Ausgerechnet eine Linksregierung beschert dem Andenland ein Comeback auf den internationalen Finanzmärkten. Die Entscheidung gab Boliviens Wirtschaftsminister Luis Arce am Rande des diesjährigen Minister-Treffens der »Interamerikanischen Entwicklungsbank« (BID) in Uruguay bekannt. »Bolivien hat heute die große Gelegenheit an jenes Kapital zu kommen, das weltweit auf der Suche nach aussichtsreichen Landemöglichkeiten ist«, legte der studierte ökonom jüngst auf einer Pressekonferenz in Montevideo dar. Mit den »Souveränitäts-Bonds« will La Paz das »wirtschaftliche Wachstum der bolivianischen Wirtschaft beschleunigen«, erklärte der Politiker der regierenden »Bewegung zum Sozialismus« (MAS). Medienberichten zufolge plant die Zentralbank »Banco Central de Bolivia« (BCB) einen Anleihenverkauf im Wert von 500 Millionen US-Dollar mit einer Laufzeit bis 2050. Ein Zinssatz ist bisher nicht bekannt.

Geld für Wasserkraft und Lithium-Batterien

»Das machen wir alles für die Industrialisierung unserer natürlichen Bodenschätze in Bolivien, was der Dreh- und Angelpunkt unseres Wirtschaftsmodells ist«, begründete Arce die Maßnahme. Geplant seien Wasserkraftwerke, ein Hochofen und Produktionsanlagen für Lithium-Batterien. Erstmals seit 1920 biete sein Land wieder Schuldpapiere auf dem Weltmarkt an, blickte der Minister zurück. Schwellenländer würden zunehmend vom »Risikoappetit« ausländischer Investoren profitieren, gibt sich Arce optimistisch. In der schwelenden Finanz- und Wirtschaftskrise bestünde keine Gefahr. Zwar beobachte man »mit Sorge, wie unsere Nachbarn von der internationalen Krise betroffen sind«. Argentinien etwa steht bei La Paz mit über 100 Millionen US-Dollar unbezahlter Gas-Rechnungen in der Kreide. Doch seien die eigenen Aussichten für 2012 weiterhin gut. Bei einer Inflation um fünf Prozent und einer Wachstumsprognose von 5,5 Prozent »fühlt man sich wie auf einer Insel«, rechnet Arce vor.

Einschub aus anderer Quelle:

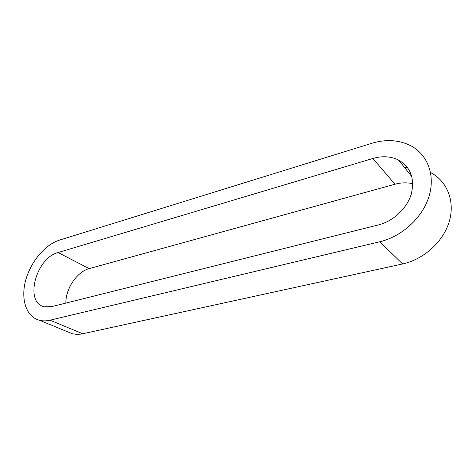<?xml version="1.0" encoding="UTF-8"?>
<svg xmlns="http://www.w3.org/2000/svg" width="475" height="475" viewBox="0 0 475 475"><rect width="100%" height="100%" fill="white"/><g stroke="black" fill="none" stroke-linecap="round" stroke-linejoin="round"><path stroke-width="0.71" d="M371.652 143.337C385.943 139.032 399.024 139.852 410.893 145.795C427.631 154.618 435.599 175.412 428.931 196.68C422.311 217.942 401.672 236.639 379.816 241.751L50.029 320.18C46.318 321.053 42.845 321.094 39.615 320.316C26.327 317.074 20.603 299.529 25.531 280.85C30.376 262.152 44.917 244.631 59.559 240.089L371.652 143.337M372.911 158.46L58.075 252.546C36.094 257.777 24.029 302.658 44.264 306.761L51.638 306.648L378.421 224.918C393.211 221.261 406.927 208.531 411.231 194.21C414.942 178.576 410.703 167.176 398.525 160.016C390.794 156.275 382.256 155.758 372.911 158.46L394.968 184.235L89.205 268.618C77.104 271.647 65.568 288.687 65.853 303.092M404.658 167.663L407.479 167.503M431.318 172.947C447.474 181.771 455.293 201.798 449.136 221.932C443.032 242.06 423.516 259.469 402.616 263.957L81.243 334.091L76.736 334.376L72.485 333.782L39.615 320.316M412.775 183.73C407.033 182.4 401.096 182.566 394.968 184.235M379.816 241.751L402.616 263.957M50.029 320.18L82.787 333.8M58.075 252.546L89.205 268.618M411.837 176.611L398.525 160.016"/></g></svg>

Lateinamerika setzt auf Staatspapiere

Allem Anschein nach ist Boliviens Regierung in Sachen Haushaltsfinanzierung auf einen regionalen Trend aufgesprungen. 500 Millionen US-Dollar besorgte sich im Januar Nachbar Peru an den Finanzmärkten, der Titel läuft bis 2050. Im Juni letzten Jahres besorgte sich Kolumbien zwei Milliarden US-Dollar Cash, die 10-Jahres-Anleihen laufen mit einem Zinssatz von 4,425 Prozent. Dieselben Anleihen in gleicher Höhe hat Mexiko Anfang des Jahres auf den Markt geworfen, bei einer Verzinsung von 3,705 Prozent auf historischem Tiefenrekord.

Volle Kassen für Armutsbekämpfung

Boliviens Staatshaushalt geht es heute ausgezeichnet. Seit der Nationalisierung von Gas und Erdöl und dank hoher Rohstoff-Weltmarktpreise erzielen die öffentlichen Kassen erstmals seit Jahrzehnten Überschüsse. Auch der Binnenmarkt und Steuereinnahmen zogen auf ein historisches Allzeithoch an. 2011 endete, trotz zahlreicher Sozialprogramme und massiver Infrastrukturmaßnahmen, mit einem Plus von 0,8 Prozent. Der Internationale Währungsfonds (IFW) lobt die vorsichtige Ausgabenpolitik der MAS-Administration, laut Vereinten Nationen verließen seit 2006 rund 1,4 Millionen Menschen die Armut. 25 Prozent der öffentlichen Investitionen für 2012 (3,25 Milliarden US-Dollar), so die Haushaltsgesetzgebung, können mit Anleihen bezahlt werden. Medien zufolge seien die Bank of America Merrill Lynch und Goldman Sachs als Partner als Partner im Gespräch, die Entwicklungsbank des Andenpakts »Corporación Andina de Fomento« (CAF) steht beratend zur Seite. Als Rückversicherung gegen mögliche Ausfall-Risiken hat Bolivien seine Goldreserven erhöht. Mit über 42 Tonnen verfügt es laut eines aktuellem Zentralbank-Bericht über die viergrößten Bestände in Lateinamerika.